Surface heat transfer Coef. at outer tube, hc

hc = Qc / (Ac x θln c)

Qc = mc x Cp x (T7 - T10)

= 0.021 kg/s x 4.18 kJ/kg.K x (58.1 - 30.2)

= 2.4491 kJ/s

= 2449.1 watt

θln h = [(T1 - T7) - (T2 - T10)] / ln[(T1 - T7) / (T2 - T10)]

= [(65.8 - 58.1) - (56.4 - 30.2)] / ln[(65.8- 68.1) / (56.4 - 30.2)]

= 15.1077

hc = Qc / (Ac x θln c)

= 2449.1 watt / (0.031m2 x 15.1077)

= 5229.2 watt/ m2 K

Overall heat transfer coefficient, U

U = Qh / (Am θln overall)

θln overall = [(T3 - T7) - (T6 - T10)] / ln[(T3 - T7) / (T6 - T10)]

= [(67.1 - 58.1) - (62.8 - 30.2)] / ln[(67.1 - 58.1) / (62.8 - 30.2)]

= 18.336

U = Qh / (Am θln overall)

= 2471.4 watt / (0.0288m2 x 18.3)

= 4680.1W/m2K

Overall heat transfer coefficient, U´ (after neglecting the thermal resistance of the mental wall )

U = 1 / (1/ hh + 1/ hc)

= 1 / (1/ 29594.2 watt/ m2 K + 1/ 5229.2 watt/ m2 K)

= 4444.0 watt/ m2 K

Use result shown in Table 1, the temperature plot distribution of the metal wall, the hot and cold streams is illustrated below in Graph 1 and 2:

Graph - Temperature distribution of Metal Wall, Hot and Cold streams in Parallel flow

Graph - Temperature distribution of Metal Wall, Hot and Cold streams in Counter flow

Use result shown in Table 2, the surface heat transfer coefficient inside and outside the tube and overall heat transfer coefficient against the tube water velocity is plotted below:

Graph - Surface heat transfer coefficient inside and outside the tube and overall heat transfer coef. Against the tube water velocity

7. Discussion

The parallel and counter flow arrangement and different velocity on counter flow are discussed. Firstly, for parallel flow pattern, refer to Graph 1, the temperature difference (temperature of hot stream subtract temperature of cold stream) is very large at beginning about 48 °C, then it gradually decrease to 5 °C. The parallel flow is quite efficient to bring hot and cold stream to an almost same temperature, but the outlet temperature of the cold stream never exceeds the lowest temperature of the hot stream. Moreover, the large temperature difference might cause thermal expansion which is very disadvantage for the materials used to construct the heat exchanger, might cause thermal failure.

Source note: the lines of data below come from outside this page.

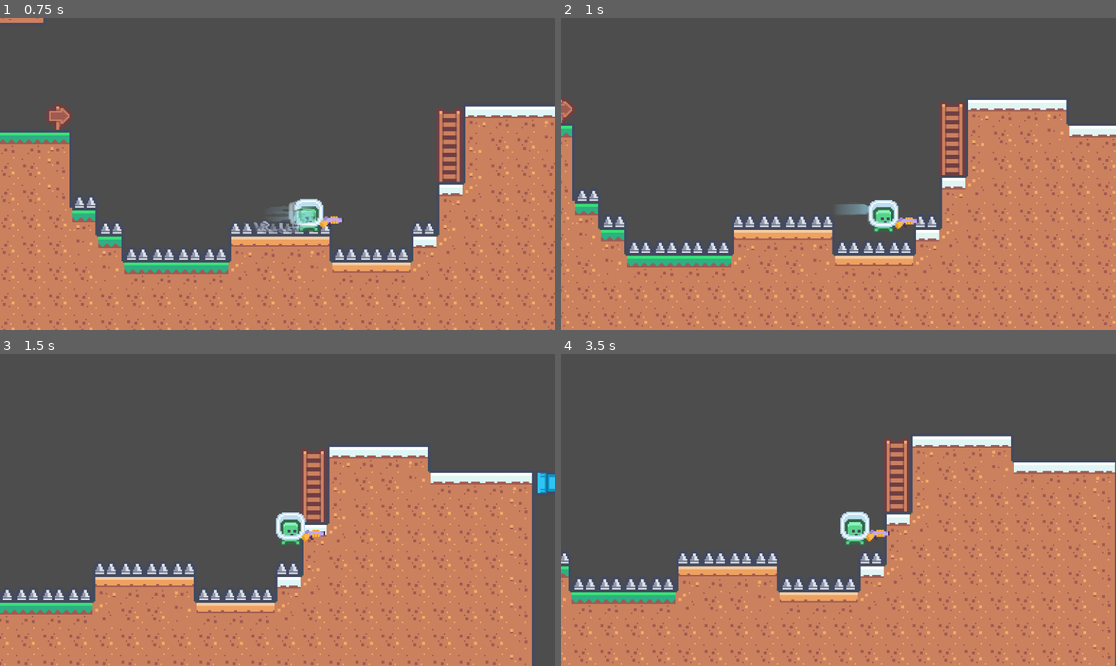
Above: before the commit, frames 1-4 (two rows, left to right).
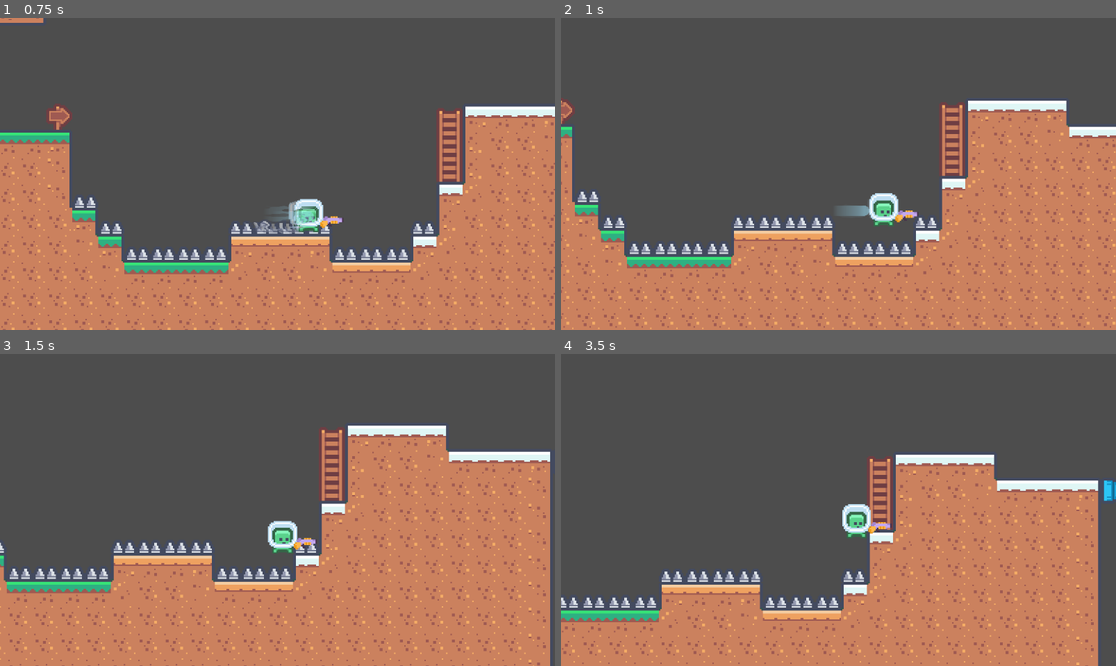
Above: after the commit, the same moments.

Repository: CodeKokeshi/Metroidvania-Template-Godot
Game: Godot game, scene res://levels/test_level.tscn
The game is run twice, just before and just after one commit, with the same random seed, the same clock (stepped at 60 frames per second) and the same inputs.
Inputs (mouse positions are in pixels of both pictures, inside the frame that each line leads up to):
- Up to frame 1 (0.75 s): move the mouse to (399, 158) at 0.52 s; hold D (right) from 0.53 s (still down); tap Shift (dash) at 0.6 s
- Up to frame 2 (1 s): keep holding D (right); tap Space (jump) at 0.77, 0.8 s
- Up to frame 3 (1.5 s): keep holding D (right); tap Space (jump) at 1.07, 1.35 s; move the mouse to (166, 525) at 1.27 s
- Up to frame 4 (3.5 s): tap Space (jump) at 1.52, 1.82, 2.3, 3.02, 3.32 s; tap Shift (dash) at 1.55, 2.85 s; move the mouse to (894, 441) at 2.02 s; release D (right) at 2.03 s; hold A (left) 2.03-2.78 s; click (894, 441) at 2.1 s; move the mouse to (810, 572) at 2.77 s; hold D (right) from 2.78 s (still down)

Frame 1 is identical in both runs. In frame 2, 5.1% of the frame differs, in the area x 0-100%, y 25-100%; in frame 3, 20%, in the area x 0-100%, y 22-100%; in frame 4, 19%.

Commit message:
Enhance dash mechanics with additional hang time and jump grace features

Diff:
--- a/prefabs/player_related/player.gd
+++ b/prefabs/player_related/player.gd
@@ -11,6 +11,9 @@
 @export var dash_speed: float = 220.0
 @export var dash_duration: float = 0.12
 @export var dash_release_speed_multiplier: float = 0.72
+@export var dash_end_hang_time: float = 0.08
+@export var dash_end_jump_grace_time: float = 0.12
+@export var dash_ground_to_jump_lock_time: float = 0.2
 
 @export_group("Dash Distortion FX")
 @export var dash_distortion_enabled: bool = true
@@ -130,6 +133,9 @@
 var is_dashing: bool = false
 var dash_timer: float = 0.0
 var dash_direction: Vector2 = Vector2.ZERO
+var dash_end_hang_timer: float = 0.0
+var dash_started_on_floor: bool = false
+var dash_ground_to_jump_lock_timer: float = 0.0
 var can_air_dash: bool = true
 var dash_distortion_sprite: Sprite2D = null
 var dash_distortion_material: ShaderMaterial = null
@@ -228,8 +234,12 @@
 		coyote_timer = coyote_time
 		remaining_air_jumps = max(0, max_air_jumps)
 		can_air_dash = true
+		dash_end_hang_timer = 0.0
 	else:
 		coyote_timer = maxf(0.0, coyote_timer - delta)
+		dash_end_hang_timer = maxf(0.0, dash_end_hang_timer - delta)
+
+	dash_ground_to_jump_lock_timer = maxf(0.0, dash_ground_to_jump_lock_timer - delta)
 
 	jump_buffer_timer = maxf(0.0, jump_buffer_timer - delta)
 	jump_squash_timer = maxf(0.0, jump_squash_timer - delta)
@@ -268,12 +278,15 @@
 	is_dashing = true
 	dash_timer = maxf(0.0, dash_duration)
 	dash_direction = requested_direction.normalized()
+	dash_end_hang_timer = 0.0
+	dash_started_on_floor = on_floor
 	jump_buffer_timer = 0.0
-	coyote_timer = 0.0
 	pending_recoil_velocity_add = Vector2.ZERO
 	pending_recoil_min_upward_speed = 0.0
 
-	if not on_floor:
+	if on_floor:
+		dash_ground_to_jump_lock_timer = maxf(dash_ground_to_jump_lock_timer, maxf(0.0, dash_ground_to_jump_lock_time))
+	else:
 		can_air_dash = false
 
 	if dash_direction.x < 0.0:
@@ -308,8 +321,16 @@
 	is_dashing = false
 	dash_timer = 0.0
 	velocity *= clampf(dash_release_speed_multiplier, 0.0, 1.0)
+	if not is_on_floor() and dash_end_hang_time > 0.0:
+		dash_end_hang_timer = dash_end_hang_time
+		velocity.y = minf(velocity.y, 0.0)
+	if dash_started_on_floor and not is_on_floor() and dash_end_jump_grace_time > 0.0:
+		coyote_timer = maxf(coyote_timer, dash_end_jump_grace_time)
 	pending_recoil_velocity_add = Vector2.ZERO
 	pending_recoil_min_upward_speed = 0.0
+	if is_on_floor() or dash_started_on_floor:
+		_consume_buffered_jump_if_possible(is_on_floor())
+	dash_started_on_floor = false
 
 
 func _get_dash_direction() -> Vector2:
@@ -520,6 +541,10 @@
 	coyote_timer = 0.0
 	jump_buffer_timer = 0.0
 	jump_squash_timer = jump_squash_time
+	if dash_ground_to_jump_lock_timer > 0.0:
+		# Ground dash chained into jump consumes this airtime dash.
+		can_air_dash = false
+		dash_ground_to_jump_lock_timer = 0.0
 
 
 func _apply_horizontal_movement(input_axis: float, delta: float, on_floor: bool) -> void:
@@ -536,6 +561,11 @@
 func _apply_gravity(delta: float, on_floor: bool) -> void:
 	if on_floor and velocity.y > 0.0:
 		velocity.y = 0.0
+		return
+
+	# Briefly suspend downward pull after dash so aerial dash exits feel less abrupt.
+	if not on_floor and dash_end_hang_timer > 0.0:
+		velocity.y = minf(velocity.y, 0.0)
 		return
 
 	if not on_floor:

Next, for the counter flow, refer Graph 2, the temperature difference starting is 15 °C, at the ending is 35 °C, the temperature difference is gradually increased. Compare to parallel flow, the temperature difference is not extreme large at the beginning. Therefore, the temperature difference is more generally distributed for counter flow. It will reduce the thermal expansion problem in the heat exchanger tubing. From the graph, the outlet temperature of the cold stream is not limited by the lowest temperature of the hot stream as shown in parallel flow. The outlet temperature of the cold stream can exceed the lowest temperature of the hot stream in the counter flow arrangement. The outlet temperature of cold stream in counter flow is higher then in parallel flow configuration.

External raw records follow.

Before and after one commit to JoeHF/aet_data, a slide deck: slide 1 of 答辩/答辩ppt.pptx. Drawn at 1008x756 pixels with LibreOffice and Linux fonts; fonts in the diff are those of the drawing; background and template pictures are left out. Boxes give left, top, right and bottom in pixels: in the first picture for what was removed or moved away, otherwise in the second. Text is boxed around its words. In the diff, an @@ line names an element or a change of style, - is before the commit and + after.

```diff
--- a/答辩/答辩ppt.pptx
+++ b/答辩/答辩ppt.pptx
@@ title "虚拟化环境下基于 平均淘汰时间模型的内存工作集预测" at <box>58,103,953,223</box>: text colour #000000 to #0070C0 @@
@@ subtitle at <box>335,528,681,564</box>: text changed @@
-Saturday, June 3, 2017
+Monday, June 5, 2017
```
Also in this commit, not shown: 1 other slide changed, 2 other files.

From the results calculated in Table 1, heat transfer from hot water, Qh and heat transfer to cold water, Qc values for counter flow are higher than parallel flow. The counter flow is more efficient for the heat transfer. The counter flow configuration, the heat transfer between hotter part and colder part are at two ends. The temperature difference is quite uniform, unlike parallel flow, the temperature difference is kept decreased. Therefore, the counter flow is more efficient for heat transfer as it has a larger temperature difference throughout the whole distribution.

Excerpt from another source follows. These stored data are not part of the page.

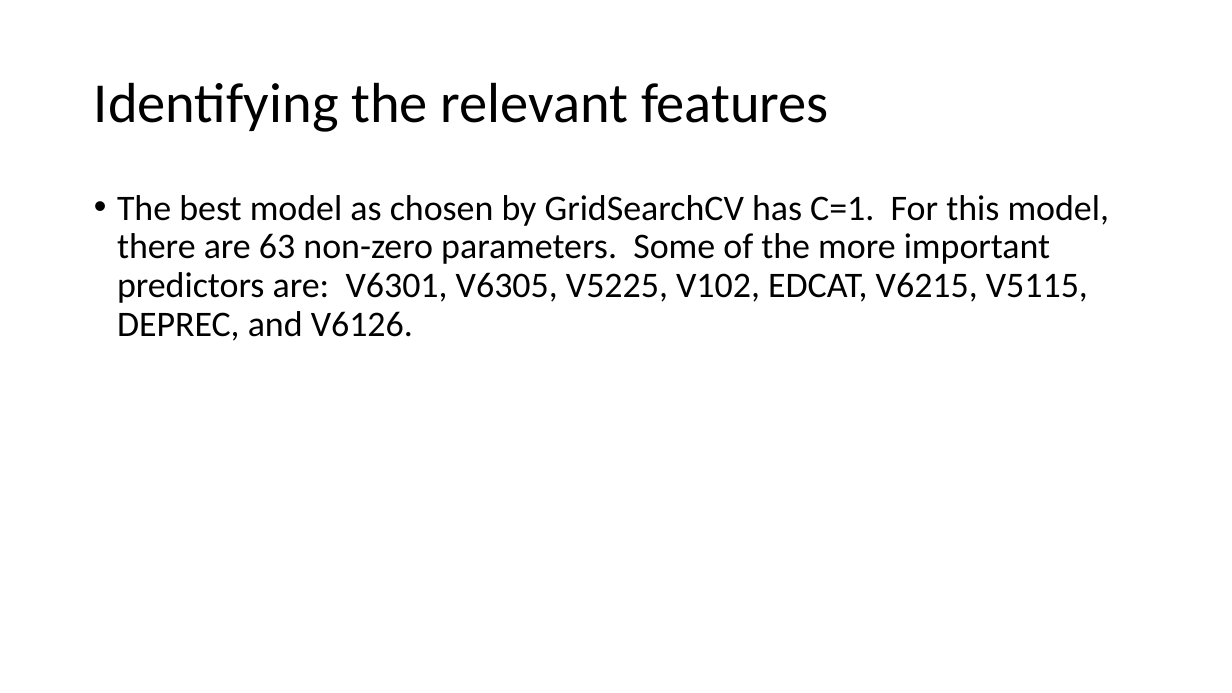
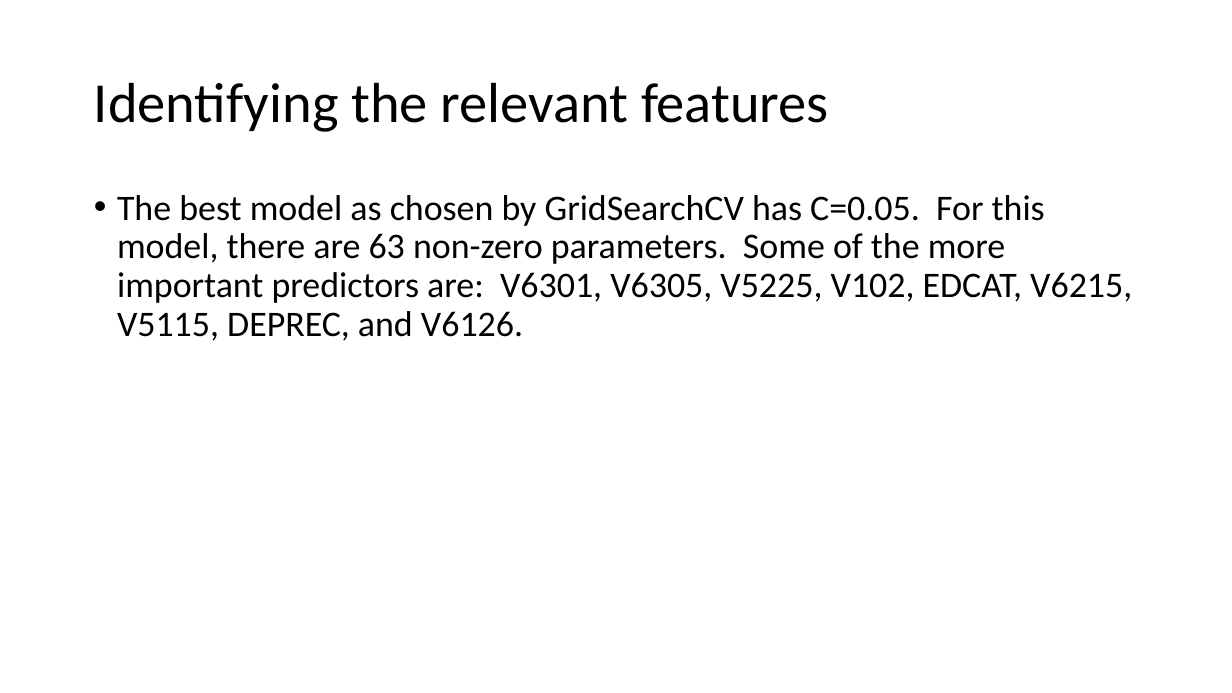
Before and after one commit to Justinmatt21/NCS-1MachineLearning, a slide deck: slide 12 of dougstuff/Data Preparation.pptx. Drawn at 1232x693 pixels with LibreOffice and Linux fonts; fonts in the diff are those of the drawing. Boxes give left, top, right and bottom in pixels: in the first picture for what was removed or moved away, otherwise in the second. Text is boxed around its words. In the diff, an @@ line names an element or a change of style, - is before the commit and + after.

```diff
--- a/dougstuff/Data Preparation.pptx
+++ b/dougstuff/Data Preparation.pptx
@@ text at box(117, 195, 1132, 341): text changed @@
-• The best model as chosen by GridSearchCV has C=1. For this model, there are 63 non-zero parameters. Some of the more important predictors are: V6301, V6305, V5225, V102, EDCAT, V6215, V5115, DEPREC, and V6126.
+• The best model as chosen by GridSearchCV has C=0.05. For this model, there are 63 non-zero parameters. Some of the more important predictors are: V6301, V6305, V5225, V102, EDCAT, V6215, V5115, DEPREC, and V6126.
```
Also in this commit, not shown: 1 other slide changed, 16 other files.

The table below show the overall heat transfers and the difference:

Linear velocity at inner tube, v (m/s)

2.8625

2.3011

1.7380

1.1766

0.6122

Overall heat transfer coefficient, U' (W/m2K) neglect thermal resistance of the metal wall

4680.1

4694.5

4167.7

3535.6

2784.9

Overall heat transfer coefficient, U (W/m2K)

4444.0

4300.3

4205.0

3573.2

2872.7

The difference

236.1

394.2

-37.3

-37.6

-87.8

Table - Difference between overall heat transfers

The difference calculated based on U' subtract U, from the Table 3, as the velocity increases, the difference is creasing. Therefore, at higher velocity of the hot water stream, the thermal resistance of the metal wall is no longer can be neglected.

The second part of the experiment, refer to Graph 3, when the hot water flow rate increases, surface heat transfer coefficient, hh at inner tube increases significantly. The hh is the highest at the maximum flow rate. Therefore, the heat transfer is more efficient at higher flow rate. The higher flow rate results in a higher linear velocity of the stream and the increase the Reynolds number. The flow region might end in turbulent region where the layers of the fluid mix, convection enhanced the heat transfer. On the other hand, surface heat transfer coefficient, hc at outer tube increases slightly then decrease back to nearly the starting value. Then, the value of the hc does not change much with increasing of hot water flow rate. Since the cold water stream is kept constant in the experiment, therefore, the hc does not vary much as it mainly depends on the flow rates. The overall heat transfer coefficient, U is increasingly slightly as hot water flow rate increases. Hence, increase the hot water flow rate is able to enhance the performance of the heat exchanger.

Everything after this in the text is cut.